When he’s done, he takes my hand, and we leave the doctor behind. Naked and spread open, silver overflowing from her mouth, terror etched forever into her features.

Chapter 37

Special Agent

Susannah Gerhardt

Fuck my life. Seriously.

Charlotte is in the wind—who knows the fuck where. Is she done? Will there be more deaths? And how the hell am I supposed to keep burying evidence?

It’s been days since anyone has seen or heard from Dutch. Days.

I feel like I’m on a merry-go-round that is out of control. Spinning, spinning, spinning—never stopping, never slowing. Faster and faster, threatening to throw me off, out into the universe where nothing makes sense and everything is shit.

Hanging my head in my hands, I knead my forehead, trying to dispel the oncoming migraine that I neither have the time nor energy for.

Calamity Cooper has been storming up and down the hallways, bellowing out orders, and all I want to do is drop him off a cliff somewhere. Preferably one that has very sharp, jagged rocks lining the bottom.

A knock on the door draws a snarled “come in” out of me, and Tommy sticks his head in, hesitating when he sees the rabid look on my face.

“No!” I shout out, waving my hand at him in ashoogesture. “Get out! Every time you come bursting into the room, you’ve got more deaths for me to deal with.”

His face flushes red. I really shouldn’t yell at him, it’s not like he’s the one doing the killing.

“Sorry, Agent Gerhardt. But um, yeah. There’s been another death. A doctor this time. Chase is waiting to escort you to the scene, Detective Latham will be meeting you there.”

Sighing, I pull myself to my feet, dragging my purse off my desk and slinging it over my shoulder. I pat his shoulder on the way out, mumbling a faint sorry as I pass by him. I’ll need to make it up to him somehow. I may be under a lot of stress, but that’s no reason to take it out on the interns.
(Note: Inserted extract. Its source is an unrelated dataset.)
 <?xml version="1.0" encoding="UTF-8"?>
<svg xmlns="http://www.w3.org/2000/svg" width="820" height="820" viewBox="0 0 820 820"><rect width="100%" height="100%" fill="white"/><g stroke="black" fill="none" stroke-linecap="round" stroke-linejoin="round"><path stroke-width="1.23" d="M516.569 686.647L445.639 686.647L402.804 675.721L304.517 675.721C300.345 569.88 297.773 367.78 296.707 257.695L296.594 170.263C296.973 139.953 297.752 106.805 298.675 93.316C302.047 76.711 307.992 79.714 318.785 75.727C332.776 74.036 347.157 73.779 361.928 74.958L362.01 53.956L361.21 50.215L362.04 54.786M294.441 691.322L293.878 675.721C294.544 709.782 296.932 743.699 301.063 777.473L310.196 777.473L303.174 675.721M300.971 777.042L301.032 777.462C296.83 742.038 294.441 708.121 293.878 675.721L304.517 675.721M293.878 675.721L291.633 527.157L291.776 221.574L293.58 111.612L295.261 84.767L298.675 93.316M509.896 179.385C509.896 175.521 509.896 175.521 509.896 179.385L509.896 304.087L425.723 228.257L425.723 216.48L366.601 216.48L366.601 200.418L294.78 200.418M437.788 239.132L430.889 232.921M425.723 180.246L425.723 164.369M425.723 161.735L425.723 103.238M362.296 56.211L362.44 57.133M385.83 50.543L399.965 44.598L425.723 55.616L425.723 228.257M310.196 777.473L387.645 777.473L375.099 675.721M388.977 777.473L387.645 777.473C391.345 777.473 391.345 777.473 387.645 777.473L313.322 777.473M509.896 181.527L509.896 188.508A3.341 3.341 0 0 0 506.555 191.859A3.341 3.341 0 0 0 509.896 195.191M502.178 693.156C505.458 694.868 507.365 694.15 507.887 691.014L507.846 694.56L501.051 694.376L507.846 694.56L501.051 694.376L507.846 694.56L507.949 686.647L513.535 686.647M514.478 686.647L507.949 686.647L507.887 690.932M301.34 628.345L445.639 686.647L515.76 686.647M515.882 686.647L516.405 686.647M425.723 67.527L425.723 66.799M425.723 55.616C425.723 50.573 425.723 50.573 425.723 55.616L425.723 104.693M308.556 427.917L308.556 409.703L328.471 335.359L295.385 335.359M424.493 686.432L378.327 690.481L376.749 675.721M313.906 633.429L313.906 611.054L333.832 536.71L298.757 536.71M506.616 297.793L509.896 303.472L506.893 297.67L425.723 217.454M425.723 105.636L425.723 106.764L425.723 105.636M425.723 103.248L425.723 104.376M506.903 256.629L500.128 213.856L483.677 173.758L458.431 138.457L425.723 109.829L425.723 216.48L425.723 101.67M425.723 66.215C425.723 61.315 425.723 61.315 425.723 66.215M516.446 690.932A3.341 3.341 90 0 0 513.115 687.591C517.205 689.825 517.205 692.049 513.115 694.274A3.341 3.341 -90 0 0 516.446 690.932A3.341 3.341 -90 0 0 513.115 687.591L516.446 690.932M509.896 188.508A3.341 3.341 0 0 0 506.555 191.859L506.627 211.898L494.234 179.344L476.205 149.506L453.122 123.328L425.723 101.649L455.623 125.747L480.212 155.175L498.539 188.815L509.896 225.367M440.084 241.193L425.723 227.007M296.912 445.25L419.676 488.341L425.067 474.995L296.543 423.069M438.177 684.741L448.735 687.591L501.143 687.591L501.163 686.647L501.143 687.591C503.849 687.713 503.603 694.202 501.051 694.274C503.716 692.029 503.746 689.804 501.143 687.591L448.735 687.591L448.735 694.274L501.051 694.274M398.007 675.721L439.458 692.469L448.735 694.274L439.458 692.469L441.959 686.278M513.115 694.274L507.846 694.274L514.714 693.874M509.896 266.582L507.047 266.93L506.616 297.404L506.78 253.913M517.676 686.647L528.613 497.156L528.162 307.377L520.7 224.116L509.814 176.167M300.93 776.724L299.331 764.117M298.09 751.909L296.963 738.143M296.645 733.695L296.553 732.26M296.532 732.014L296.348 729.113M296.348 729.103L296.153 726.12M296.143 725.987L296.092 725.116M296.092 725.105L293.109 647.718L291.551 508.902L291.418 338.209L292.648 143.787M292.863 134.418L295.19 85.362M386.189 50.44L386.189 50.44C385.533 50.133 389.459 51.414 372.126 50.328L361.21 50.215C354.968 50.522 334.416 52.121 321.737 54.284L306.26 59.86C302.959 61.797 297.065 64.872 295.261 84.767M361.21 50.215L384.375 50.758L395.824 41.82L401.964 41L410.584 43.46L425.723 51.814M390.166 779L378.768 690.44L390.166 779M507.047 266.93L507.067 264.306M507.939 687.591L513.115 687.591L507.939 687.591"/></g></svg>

Chase is waiting by his car, a smile stretching across his face as I approach which quickly melts when he sees my expression.

“Hey gorgeous, you okay?” he asks as he holds the door open for me.

Sliding in, I nod back, a half-smile thrown his way which quickly fades into a grimace. My sight is starting to blur a little, the pounding in my temples resembling a poorly executed high school marching band. “Just a bad headache,” I reply when he gets in the car.

“Sorry to hear that. I’ve got some Tylenol in the glove compartment if you want any?”

“Thanks, I took something already.”

We fall silent as Chase drives to the crime scene. There are days when I get fed up being a federal agent, let me tell you. Sometimes the death and tragedy just get to be too much, and it all just feels a bit hopeless. People are never going to stop waging war on each other, so why bother? Why keep fighting the good fight when there is so much evil in this world?

But then I think of Elizabeth, my sister. Her husband. Charlotte. About what Tony and Dolores D’Angelo did to my family. And it’s then that I know that I can never stop doing this job. There are too many needing saving, too much evil to put down.

If people like me don’t do what they can to stop it, then what hope is there for any of us?

Chase pulls up in front of the office. Crime scene tape is attached to the door, and a perimeter has been marked off. An officer stands guard at the doorway, defending the scene from curious passersby and ravenous media alike.